Nah, ni dia nih tempat melampiaskan kesal. Jebreet, sepeda motorku melintasi genangan air. Segera air kotor itu muncart ke kiri dan ke kanan, seorang di pinggir jalan menjerit. Ia memegangi pakaiannya yang basah dan kotor. Kelihatan wajahnya kesal sekali sambil mengacungkan telunjuknya ke arahku. Orang yang kesal dan sedih itu bersiap berbalik arah pulang, ketika sepeda motorku menghampirinya.
“Hei jelek, ngomong apa barusan?”
“Kamu tega sekali, aku tidak bisa kuliah, aku harus pulang.”
“Bodo! Monyet jelek!”
“Hei, kamu jahat sekali!” Ia menatapku heran
“Miskin belagu!” E Ge E lah, emangnya gue EGP! Aku memutar Satriaku lagi, tanpa bisa kutahan, sebuah angkot nyelonong, dan, GELAP!
Aku terbangun menatap botol infus yang tergantung dan sekujur tubuh yang serasa remuk. Tangan dan kakiku sebagian sudah diperban. Ah, rumah sakit lagi, sudah dua kali sepeda motor itu membawaku ke rumah sakit. Tak lama ortuku dan perawat masuk.
“Yah, aku jatuh lagi.”
Ayahku hanya tersenyum dingin.
“Sus, siapa tadi yang membawanya kesini?” Ayahku bertanya.
“Temennya pak, gak tahu namanya, pakaiannya basah kuyup.”
Kenapa lagi monyet jelek itu pakai nolongin segala, sok pahlawan!

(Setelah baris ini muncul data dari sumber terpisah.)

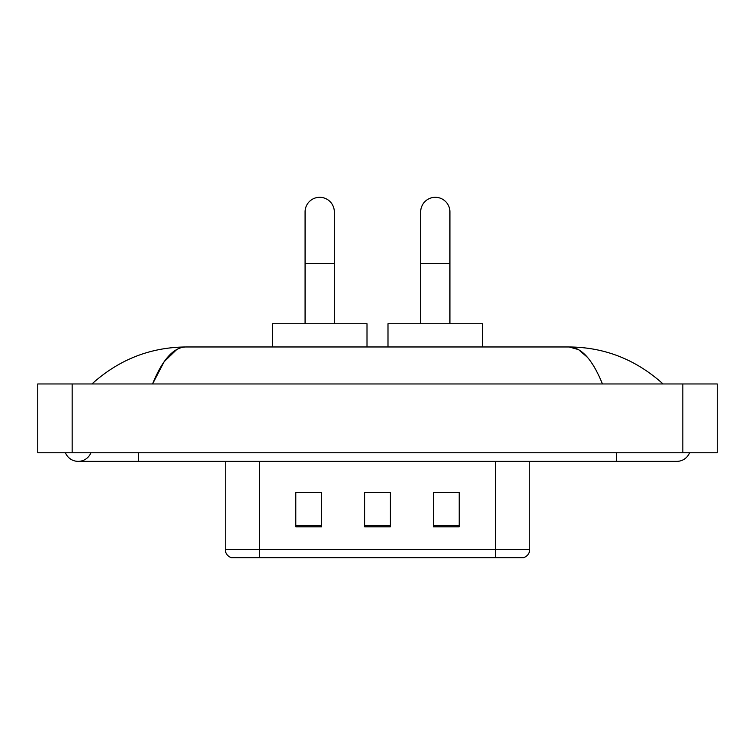 <?xml version="1.0" encoding="UTF-8"?>
<svg xmlns="http://www.w3.org/2000/svg" width="755" height="755" viewBox="0 0 755 755"><rect width="100%" height="100%" fill="white"/><g stroke="black" fill="none" stroke-linecap="round" stroke-linejoin="round"><path stroke-width="1.13" d="M225.254 549.442L259.663 549.442L259.663 557.7L495.337 557.7L495.337 549.442L529.746 549.442C529.5 553.557 527.443 556.312 523.545 557.7L231.455 557.7A8.598 8.598 0 0 1 225.254 549.442L225.254 461.362M459.21 526.82L459.21 492.411L433.408 492.411L433.408 526.82L459.21 526.82M321.592 526.82L321.592 492.411L295.79 492.411L295.79 526.82L321.592 526.82M390.401 526.82L390.401 492.411L364.599 492.411L364.599 526.82L390.401 526.82M390.401 492.59L364.599 492.59M321.592 492.59L295.79 492.59M459.21 492.59L433.408 492.59M65.421 452.764A13.76 13.76 0 0 0 90.93 452.764A13.76 13.76 0 0 1 65.421 452.764A13.76 13.76 0 0 0 78.18 461.362A13.76 13.76 0 0 1 65.421 452.764M689.579 452.764A13.76 13.76 0 0 1 676.82 461.362A13.76 13.76 0 0 0 689.579 452.764A13.76 13.76 0 0 1 676.82 461.362A13.76 13.76 0 0 0 689.579 452.764M602.433 383.955C592.571 359.663 581.492 347.338 569.194 346.97L185.805 346.97C173.508 347.338 162.429 359.663 152.567 383.955L164.146 361.711L176.878 349.386M72.159 383.955L717.25 383.955L717.25 452.764L37.75 452.764L37.75 383.955L72.159 383.955L72.159 452.764M660.134 381.294L663.06 383.955C635.993 359.569 604.698 347.243 569.194 346.97L578.566 349.641L587.55 357.426M94.866 381.294L91.94 383.955C118.884 359.625 150.169 347.291 185.805 346.97M305.077 323.744L305.077 211.928A14.619 14.619 0 0 1 319.695 197.3A14.619 14.619 0 0 1 334.323 211.928A14.619 14.619 0 0 0 319.695 197.3M334.323 323.744L334.323 211.928M367.005 346.97L367.005 323.744L272.395 323.744L272.395 346.97M420.677 323.744L420.677 211.928A14.619 14.619 0 0 1 435.305 197.3A14.619 14.619 0 0 1 449.923 211.928A14.619 14.619 0 0 0 435.305 197.3M449.923 323.744L449.923 211.928M482.605 346.97L482.605 323.744L387.995 323.744L387.995 346.97M259.663 461.362L259.663 549.442L495.337 549.442L495.337 461.362M390.401 525.622L364.599 525.622M321.592 525.622L295.79 525.622M459.21 525.622L433.408 525.622M616.618 452.764L616.618 461.362L676.82 461.362M138.382 452.764L138.382 461.362L616.618 461.362M682.841 383.955L682.841 452.764M305.077 263.533L334.323 263.533M420.677 263.533L449.923 263.533M529.746 549.442L529.746 461.362M138.382 461.362L78.18 461.362"/></g></svg>
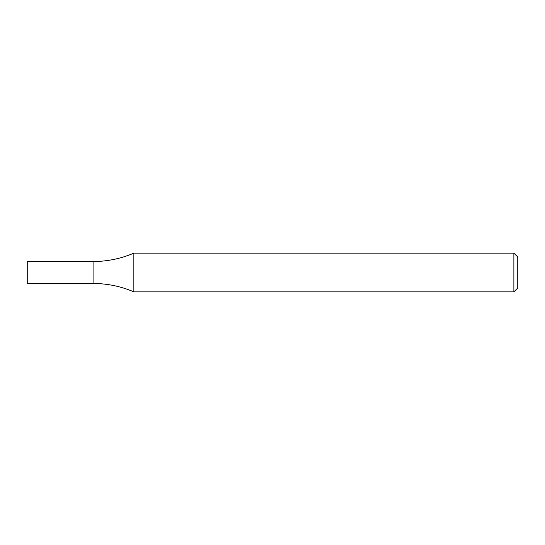 <?xml version="1.0" encoding="UTF-8"?>
<svg xmlns="http://www.w3.org/2000/svg" width="545" height="545" viewBox="0 0 545 545"><rect width="100%" height="100%" fill="white"/><g stroke="black" fill="none" stroke-linecap="round" stroke-linejoin="round"><path stroke-width="0.82" d="M513.881 253.139L517.75 257.008L517.75 287.992L513.881 291.861L513.881 253.139L133.852 253.139C120.833 258.698 107.242 261.498 93.079 261.525L93.079 283.475C107.242 283.502 120.833 286.302 133.852 291.861L133.852 253.139M513.881 291.861L133.852 291.861M93.079 261.525L93.079 283.475L27.25 283.475L27.25 261.525L93.079 261.525"/></g></svg>

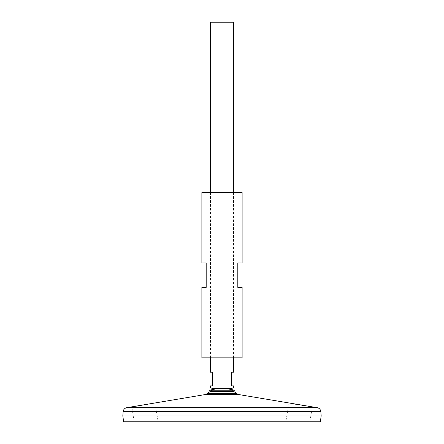 <?xml version="1.0" encoding="UTF-8"?>
<svg xmlns="http://www.w3.org/2000/svg" width="444" height="444" viewBox="0 0 444 444"><rect width="100%" height="100%" fill="white"/><g stroke="black" fill="none" stroke-linecap="round" stroke-linejoin="round"><path stroke-width="0.33" stroke-dasharray="2.22 1.67" d="M216.1 388.739L227.9 388.739M212.493 390.193A21.75 21.75 0 0 1 216.394 388.739A21.75 21.75 0 0 0 210.462 391.319L233.533 391.319A21.75 21.75 0 0 0 227.606 388.739L227.628 388.739M209.568 390.193L234.432 390.193M201.876 192.535L242.124 192.535M201.876 357.836L242.124 357.836M201.876 287.401L206.188 287.401L206.188 262.965L201.876 262.965M242.124 262.965L237.812 262.965L237.812 287.401L242.124 287.401M154.901 402.991L158.203 421.8L134.155 421.8L158.203 421.8M134.155 421.8L131.824 406.848M132.145 406.804L132.551 406.743M133.045 406.671L133.983 406.532M292.285 403.596L289.255 403.019M289.011 402.969L285.797 421.8L309.845 421.8L285.797 421.8M309.845 421.8L312.343 406.876L311.599 406.765M310.966 406.671L309.102 406.393M308.069 406.238L306.477 405.994M301.77 405.25L300.205 404.989M297.902 404.601L297.308 404.501M296.37 404.34L295.615 404.207M294.233 403.957L293.506 403.824M207.548 393.506L236.452 393.506M222 415.906L321.184 415.906L222 415.923M123.643 421.8L320.357 421.8M210.5 22.2L233.5 22.2M210.5 388.023L233.5 388.023M210.5 385.864L212.659 385.864L212.659 372.211L210.5 372.211M233.5 372.211L231.341 372.211L231.341 385.864L233.5 385.864M126.756 407.692L317.244 407.692M205.389 394.533L238.611 394.533M123.171 411.594L320.829 411.594M233.533 391.319A21.75 21.75 0 0 0 227.606 388.739M210.5 192.535L210.5 357.836M233.5 192.535L233.5 357.836"/><path stroke-width="0.67" d="M238.611 394.533L317.244 407.692L126.756 407.692L205.389 394.533L238.611 394.533L236.452 393.506A21.75 21.75 0 0 0 233.533 391.319L210.467 391.319L209.568 390.193L216.394 388.739M233.533 391.319L234.432 390.193L209.568 390.193M242.124 192.535L201.876 192.535L201.876 262.965L206.188 262.965L206.188 287.401L201.876 287.401L201.876 357.836L242.124 357.836L242.124 287.401L237.812 287.401L237.812 262.965L242.124 262.965L242.124 192.535M133.983 406.532L154.901 402.991M131.824 406.848L132.145 406.804M132.551 406.743L133.045 406.671M311.599 406.765L310.966 406.671M309.102 406.393L308.069 406.238M306.477 405.994L301.77 405.25M300.205 404.989L297.902 404.601M297.308 404.501L296.37 404.34M295.615 404.207L294.233 403.957M293.506 403.824L292.285 403.596M236.452 393.506L207.548 393.506A21.75 21.75 0 0 1 212.493 390.193M123.171 411.594L122.816 415.906L123.643 421.8L320.357 421.8L321.184 415.923L122.833 415.923L321.184 415.923L320.829 411.594L123.171 411.594C123.476 409.479 124.675 408.175 126.756 407.692M233.5 192.535L233.5 22.2L210.5 22.2L210.5 192.535M233.5 357.836L233.5 372.211L231.341 372.211L231.341 385.864L233.5 385.864L233.5 388.023L210.5 388.023L210.5 385.864L212.659 385.864L212.659 372.211L210.5 372.211L210.5 357.836M234.432 390.193L227.9 388.739L216.1 388.739M233.5 388.023L227.606 388.739M205.389 394.533L207.548 393.506M320.829 411.594C320.524 409.479 319.325 408.175 317.244 407.692M216.372 388.739L210.5 388.023"/></g></svg>
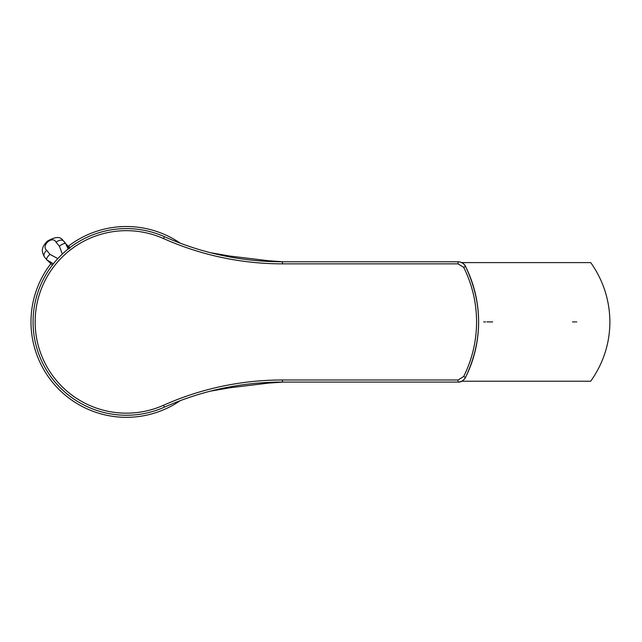 <?xml version="1.0" encoding="UTF-8"?>
<svg xmlns="http://www.w3.org/2000/svg" width="642" height="642" viewBox="0 0 642 642"><rect width="100%" height="100%" fill="white"/><g stroke="black" fill="none" stroke-linecap="round" stroke-linejoin="round"><path stroke-width="0.96" d="M572.504 321.915L574.55 321.915M575.248 321.915L575.802 321.915M576.339 321.915L576.749 321.915M483.651 321.915L485.577 321.915M486.941 321.915L492.679 321.915M461.67 381.228L590.72 381.228C603.392 363.163 609.788 343.39 609.9 321.923C609.675 300.151 603.279 280.377 590.72 262.602L461.67 262.602M458.019 263.854L282.472 263.854A292.407 292.407 0 0 1 163.517 238.559A91.252 91.252 0 0 0 35.149 321.915A91.252 91.252 0 0 0 163.517 405.271A292.407 292.407 0 0 1 282.472 379.984L458.019 379.984L463.668 376.517A122.044 122.044 0 0 0 463.668 267.313L458.019 263.854L458.019 261.775C461.397 261.904 463.893 263.445 465.506 266.398A124.099 124.099 0 0 1 465.506 377.44C463.877 380.393 461.381 381.934 458.019 382.062L282.472 382.062A290.336 290.336 0 0 0 164.36 407.172A93.323 93.323 0 0 1 35.567 300.488A93.323 93.323 0 0 1 164.36 236.665A290.336 290.336 0 0 0 282.472 261.775L458.019 261.775C461.903 262.217 464.399 263.758 465.522 266.39L465.506 266.398M458.019 379.984L458.019 382.062C460.82 382.391 463.315 380.85 465.522 377.448L465.506 377.44M463.668 376.517L465.522 377.448C482.961 340.429 482.961 303.409 465.522 266.39L463.668 267.313M68.534 246.071A95.393 95.393 0 0 1 180.282 243.198M180.282 400.64A95.393 95.393 0 0 1 50.79 263.75M69.617 248.639L63.518 240.991A6.219 3.86 141.4 0 0 56.119 242.243C52.676 235.189 40.823 245.364 46.689 250.34A20.279 0.891 49.4 0 0 49.964 254.36L57.852 258.59M62.338 254.055L59.401 246.271A6.219 2.271 -39.7 0 1 65.789 243.775L68.164 248.992M53.398 263.782L46.922 259.97A6.219 2.271 140.3 0 1 46.85 259.89L52.339 264.977M67.538 245.581L70.09 247.499M44.651 257.185A6.219 3.86 -38.6 0 1 44.507 257.017L44.507 257.017A6.219 3.86 -38.6 0 1 46.689 250.34M49.964 254.36A6.219 2.271 140.3 0 0 46.85 259.89L44.507 257.017C42.364 253.205 41.794 250.179 42.805 247.948C42.693 246.48 46.994 241.055 47.556 241.063C55.34 236.625 60.452 236.384 62.916 240.317L62.916 240.317M282.472 379.984L282.472 382.062A290.336 290.336 0 0 0 164.36 407.172A93.323 93.323 0 0 1 35.567 300.488A93.323 93.323 0 0 1 164.36 236.665A290.336 290.336 0 0 0 282.472 261.775L282.472 263.854M164.36 407.172L163.517 405.271M164.36 236.665L163.517 238.559M65.051 242.532L63.518 240.991A14.06 0.618 49.4 0 0 65.789 243.775L67.322 245.316M59.401 246.271A20.279 0.891 -130.6 0 1 56.119 242.243M283.234 382.062L268.34 383.122L229.772 387.792L210.231 391.187M210.231 252.643L229.948 256.07L268.533 260.732L283.234 261.775"/></g></svg>
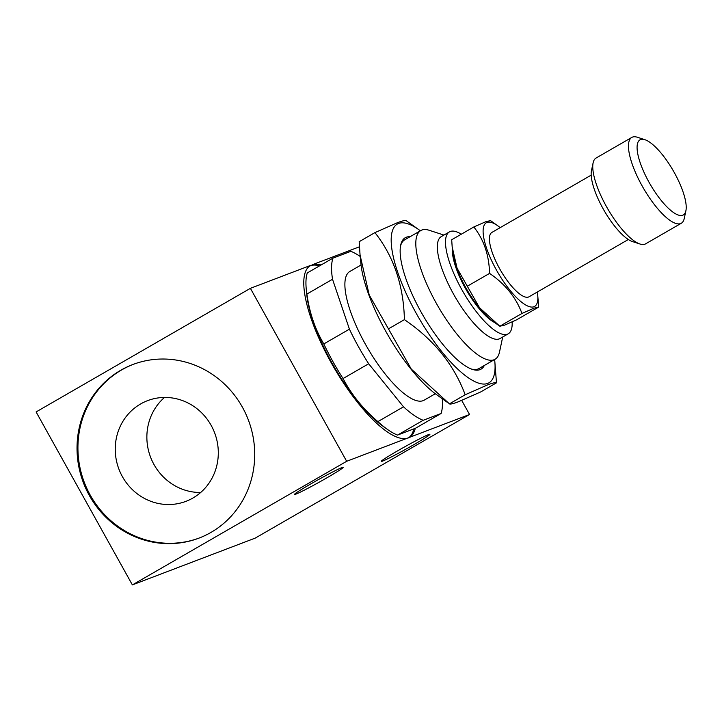<?xml version="1.0" encoding="UTF-8"?>
<svg xmlns="http://www.w3.org/2000/svg" width="722" height="722" viewBox="0 0 722 722"><rect width="100%" height="100%" fill="white"/><g stroke="black" fill="none" stroke-linecap="round" stroke-linejoin="round"><path stroke-width="1.08" d="M435.312 393.743L424.139 400.187A74.312 22.942 -120 0 1 423.11 400.674A74.312 22.942 -120 0 1 366.225 345.676A74.312 22.942 -120 0 1 349.881 271.445L361.045 265.001M442.27 398.743A97.84 30.198 -120 0 1 441.106 413.471L415.475 428.254L397.542 435.086A97.84 30.198 -120 0 1 387.109 429.175L382.543 425.899A91.649 28.293 -120 0 1 306.787 294.576L306.245 288.981A97.84 30.198 -120 0 1 307.292 272.934L332.914 258.151L350.856 251.319A97.84 30.198 -120 0 1 360.206 256.472M387.109 429.175A97.84 30.198 -120 0 1 377.886 421.603C363.184 409.103 351.578 394.744 343.058 378.545A97.84 30.198 -120 0 1 323.799 343.943C315.054 329.169 309.422 312.545 306.904 294.053A97.84 30.198 -120 0 1 306.245 288.981M326.949 477.802A27.869 1.309 -29.1 0 1 294.468 494.453A27.869 1.309 -29.1 0 1 310.686 483.993A27.869 1.309 -29.1 0 1 343.167 467.342A27.869 1.309 -29.1 0 1 326.949 477.802M413.679 444.761A27.869 1.309 -29.1 0 1 381.198 461.412A27.869 1.309 -29.1 0 1 397.416 450.961A27.869 1.309 -29.1 0 1 429.897 434.31A27.869 1.309 -29.1 0 1 413.679 444.761M120.745 370.26A92.894 88.246 69.1 0 1 132.812 364.529A92.894 88.246 69.1 0 1 245.597 413.444A92.894 88.246 69.1 0 1 210.995 532.403A92.894 88.246 69.1 0 1 198.929 538.134A92.894 88.246 69.1 0 1 86.144 489.218A92.894 88.246 69.1 0 1 120.745 370.26M199.38 537.962A92.894 88.246 69.1 0 1 86.938 488.641A92.894 88.246 69.1 0 1 121.648 369.917A92.894 88.246 69.1 0 1 133.263 364.357M140.6 403.968A53.879 51.181 69.1 0 1 147.595 400.638A53.879 51.181 69.1 0 1 213.017 429.012A53.879 51.181 69.1 0 1 192.945 498.009A53.879 51.181 69.1 0 1 185.951 501.339A53.879 51.181 69.1 0 1 120.529 472.964A53.879 51.181 69.1 0 1 140.6 403.968M494.606 359.538A91.649 28.293 -120 0 1 494.787 361.153A91.649 28.293 -120 0 1 487.657 383.436A91.649 28.293 -120 0 1 416.395 313.628A91.649 28.293 -120 0 1 398.616 223.45A91.649 28.293 -120 0 1 419.04 229.831A91.649 28.293 -120 0 1 420.348 230.796M494.787 361.153L496.483 382.831C495.743 382.263 492.801 382.931 487.675 384.853L465.185 394.753C453.957 364.601 433.705 339.566 404.41 319.638C403.589 285.524 393.77 256.509 374.935 232.61L397.425 222.701C402.551 220.788 405.484 220.111 406.233 220.688L419.04 229.831M447.098 402.208L436.62 394.708A91.649 28.293 -120 0 1 360.874 263.377L360.061 255.037L369.222 295.009L411.296 369.104L449.427 403.851C450.131 404.428 453.073 403.76 458.235 401.829L480.726 391.929L496.483 382.831M374.935 232.61L359.177 241.699L360.061 255.037M484.345 365.458A75.864 23.42 -120 0 1 479.986 369.646A75.864 23.42 -120 0 1 472.405 369.393A75.864 23.42 -120 0 1 422.848 315.135A75.864 23.42 -120 0 1 400.701 245.083A75.864 23.42 -120 0 1 406.287 237.231A75.864 23.42 -120 0 1 410.087 236.717M502.711 336.993L499.498 352.074A74.312 22.942 -120 0 1 495.066 359.276L478.993 368.545A74.312 22.942 -120 0 1 477.964 369.032A74.312 22.942 -120 0 1 471.448 369.059M512.151 321.886A58.834 18.158 -120 0 1 508.243 333.799A58.834 18.158 -120 0 1 507.431 334.187A58.834 18.158 -120 0 1 462.396 290.65A58.834 18.158 -120 0 1 449.454 231.879A58.834 18.158 -120 0 1 450.275 231.491A58.834 18.158 -120 0 1 461.313 234.199M508.243 333.799L500.084 338.51A58.834 18.158 -120 0 1 499.272 338.898A58.834 18.158 -120 0 1 454.237 295.352A58.834 18.158 -120 0 1 441.295 236.59L449.454 231.879M495.066 359.276A74.312 22.942 -120 0 1 494.038 359.764A74.312 22.942 -120 0 1 437.153 304.765A74.312 22.942 -120 0 1 420.8 230.535A74.312 22.942 -120 0 1 421.828 230.047A74.312 22.942 -120 0 1 429.265 230.3L443.922 235.074M452.396 249.189A46.759 14.431 60 0 0 465.212 288.033A46.759 14.431 60 0 0 494.732 322.581M537.303 292.013A48.302 14.909 -120 0 1 537.709 295.009A48.302 14.909 -120 0 1 533.955 306.751A48.302 14.909 -120 0 1 496.393 269.956A48.302 14.909 -120 0 1 487.025 222.43A48.302 14.909 -120 0 1 497.783 225.796A48.302 14.909 -120 0 1 500.175 227.647M537.709 295.009L538.666 307.094L533.964 308.168L521.97 313.456C515.986 297.374 505.174 284.017 489.561 273.394C489.119 255.2 483.875 239.722 473.84 226.97L485.834 221.69L490.527 220.616L497.783 225.796M498.586 325.351L492.575 321.046A48.302 14.909 -120 0 1 452.649 251.834L452.171 246.852L457.053 268.169L479.489 307.689L499.832 326.227L504.525 325.153L516.519 319.864L538.666 307.094M473.84 226.97L451.692 239.749L452.171 246.852M682.714 215.228A43.347 13.384 -120 0 1 649.006 182.215A43.347 13.384 -120 0 1 640.594 139.563A43.347 13.384 -120 0 1 644.927 139.707A43.347 13.384 -120 0 1 673.238 170.708A43.347 13.384 -120 0 1 685.9 210.743A43.347 13.384 -120 0 1 682.714 215.228M685.9 210.743L684.257 218.45A49.538 15.288 -120 0 1 681.306 223.251A49.538 15.288 -120 0 1 680.62 223.576A49.538 15.288 -120 0 1 642.697 186.917A49.538 15.288 -120 0 1 631.795 137.424A49.538 15.288 -120 0 1 632.481 137.099A49.538 15.288 -120 0 1 637.436 137.27L644.927 139.707M681.306 223.251L645.585 243.855A49.538 15.288 -120 0 1 644.899 244.18A49.538 15.288 -120 0 1 639.945 244.009A49.538 15.288 -120 0 1 607.59 208.586A49.538 15.288 -120 0 1 593.123 162.829A49.538 15.288 -120 0 1 596.083 158.028L631.795 137.424M639.945 244.009L632.454 241.572A43.347 13.384 -120 0 1 604.143 210.571A43.347 13.384 -120 0 1 591.48 170.536L593.123 162.829M628.33 239.514L529.055 296.778A37.156 11.471 -120 0 1 528.54 297.022A37.156 11.471 -120 0 1 500.093 269.523A37.156 11.471 -120 0 1 491.926 232.403L591.192 175.139M400.511 246.076A74.312 22.942 -120 0 1 404.735 239.803L420.8 230.535M489.561 273.394L467.414 286.165M521.97 313.456L499.832 326.227M404.41 319.638L388.653 328.736M465.185 394.753L449.427 403.851M200.68 492.485A53.879 51.181 69.1 0 1 150.564 457.161A53.879 51.181 69.1 0 1 164.49 397.452M346.668 461.295L407.082 438.281A99.149 30.604 -120 0 1 331.38 363.04A99.149 30.604 -120 0 1 310.433 265.534A99.149 30.604 -120 0 1 310.812 265.317L250.399 288.331L346.668 461.295L132.37 584.901L36.1 411.937L250.399 288.331M461.719 400.448L469.544 414.491L255.245 538.098L132.37 584.901M321.037 265.001A99.149 30.604 -120 0 0 312.861 264.541L359.421 246.807M415.276 428.345A99.149 30.604 -120 0 1 409.509 437.288A99.149 30.604 -120 0 1 409.121 437.505L469.544 414.491M409.121 437.505L407.082 438.281M312.861 264.541L311.326 265.425A99.149 30.604 -120 0 1 319.512 265.886M413.805 428.994A99.149 30.604 -120 0 1 408.345 437.947M310.063 265.759L310.812 265.317M309.558 266.102L311.326 265.425M397.542 435.086L423.164 420.303L441.106 413.471M423.164 420.303A97.84 30.198 -120 0 1 403.517 406.82L377.886 421.603M343.058 378.545L368.68 363.762L403.517 406.82M368.68 363.762A97.84 30.198 -120 0 1 349.421 329.16L323.799 343.943M306.904 294.053L332.526 279.27L349.421 329.16M332.526 279.27A97.84 30.198 -120 0 1 332.914 258.151"/></g></svg>

Beberapa hari berlalu, aku berharap segera dapat keluar. Tapi mereka masih memberikan obat-obatan dan melakukan beberapa pemeriksaan.
“Sus, itu buah sama bunga dari siapa?” Aku berharap Diko yang membawakanya atau kalau tidak, mungkin Rio. Mereka pacar-pacarku.
“Oh, dari temennya mbak, yang kemarin mengantarkan mbak kemari.”
Ngapain lagi tuh anak sok perhatian segala. “Bawa keluar aja sus, buahnya kalau sus mau boleh untuk suster aja.”
“Iya, mbak, mas itu juga bilang kalau tidak suka tidak usah diterima gak apa-apa, cuma suratnya mohon dibaca.” Suster itu beranjak membawa keranjang buah dan karangan bunga itu keluar setelah sebelumnya memberikan sepucuk surat, lebih tepatnya kartu ucapan untukku.
‘Ir, semoga lekas sembuh.
Sakit dan sehat datangnya dari Yang Maha Kuasa. Sehat baik agar kita bisa berbuat banyak. Sakitpun baik agar kita tahu nikmatnya sehat dan bisa mensukurinya. Aku berharap kiranya sakit ini dapat memberikan cukup waktu bagimu untuk beristirahat sejenak dari selera ngbutmu yang besar itu. Lebih dari itu, aku berharap dengan sakit ini semoga Allah melembutkan hatimu yang keras itu, melenturkan otot-otot bibirmu agar lebih mudah dan lebih banyak tersenyum. Meneduhkan sedikit sorot matamu yang tajam itu, dan memelankan sedikit suaramu yang kuat itu. Semoga sakit ini dapat menjadikan hatimu bisa lebih bersabar. Lebih dari segalanya, semoga sakitmu ini merupakan jalan bagi Allah yang kuasa untuk mengangkatmu ke derajat yang lebih tinggi. Semoga sakit ini sebagai tanda dari Allah kalau Dia benar-benar menyayangimu. Sebelum kertas ini kau buang, sekali lagi, Semoga lekas sembuh.
Sok religius!
Hampir saja kertas itu aku buang. Tapi jangan, kalau aku buang berarti dia benar telah menduga kalau aku akan membuangnya. Simpan saja dan dia salah. Aku tidak membuangnya.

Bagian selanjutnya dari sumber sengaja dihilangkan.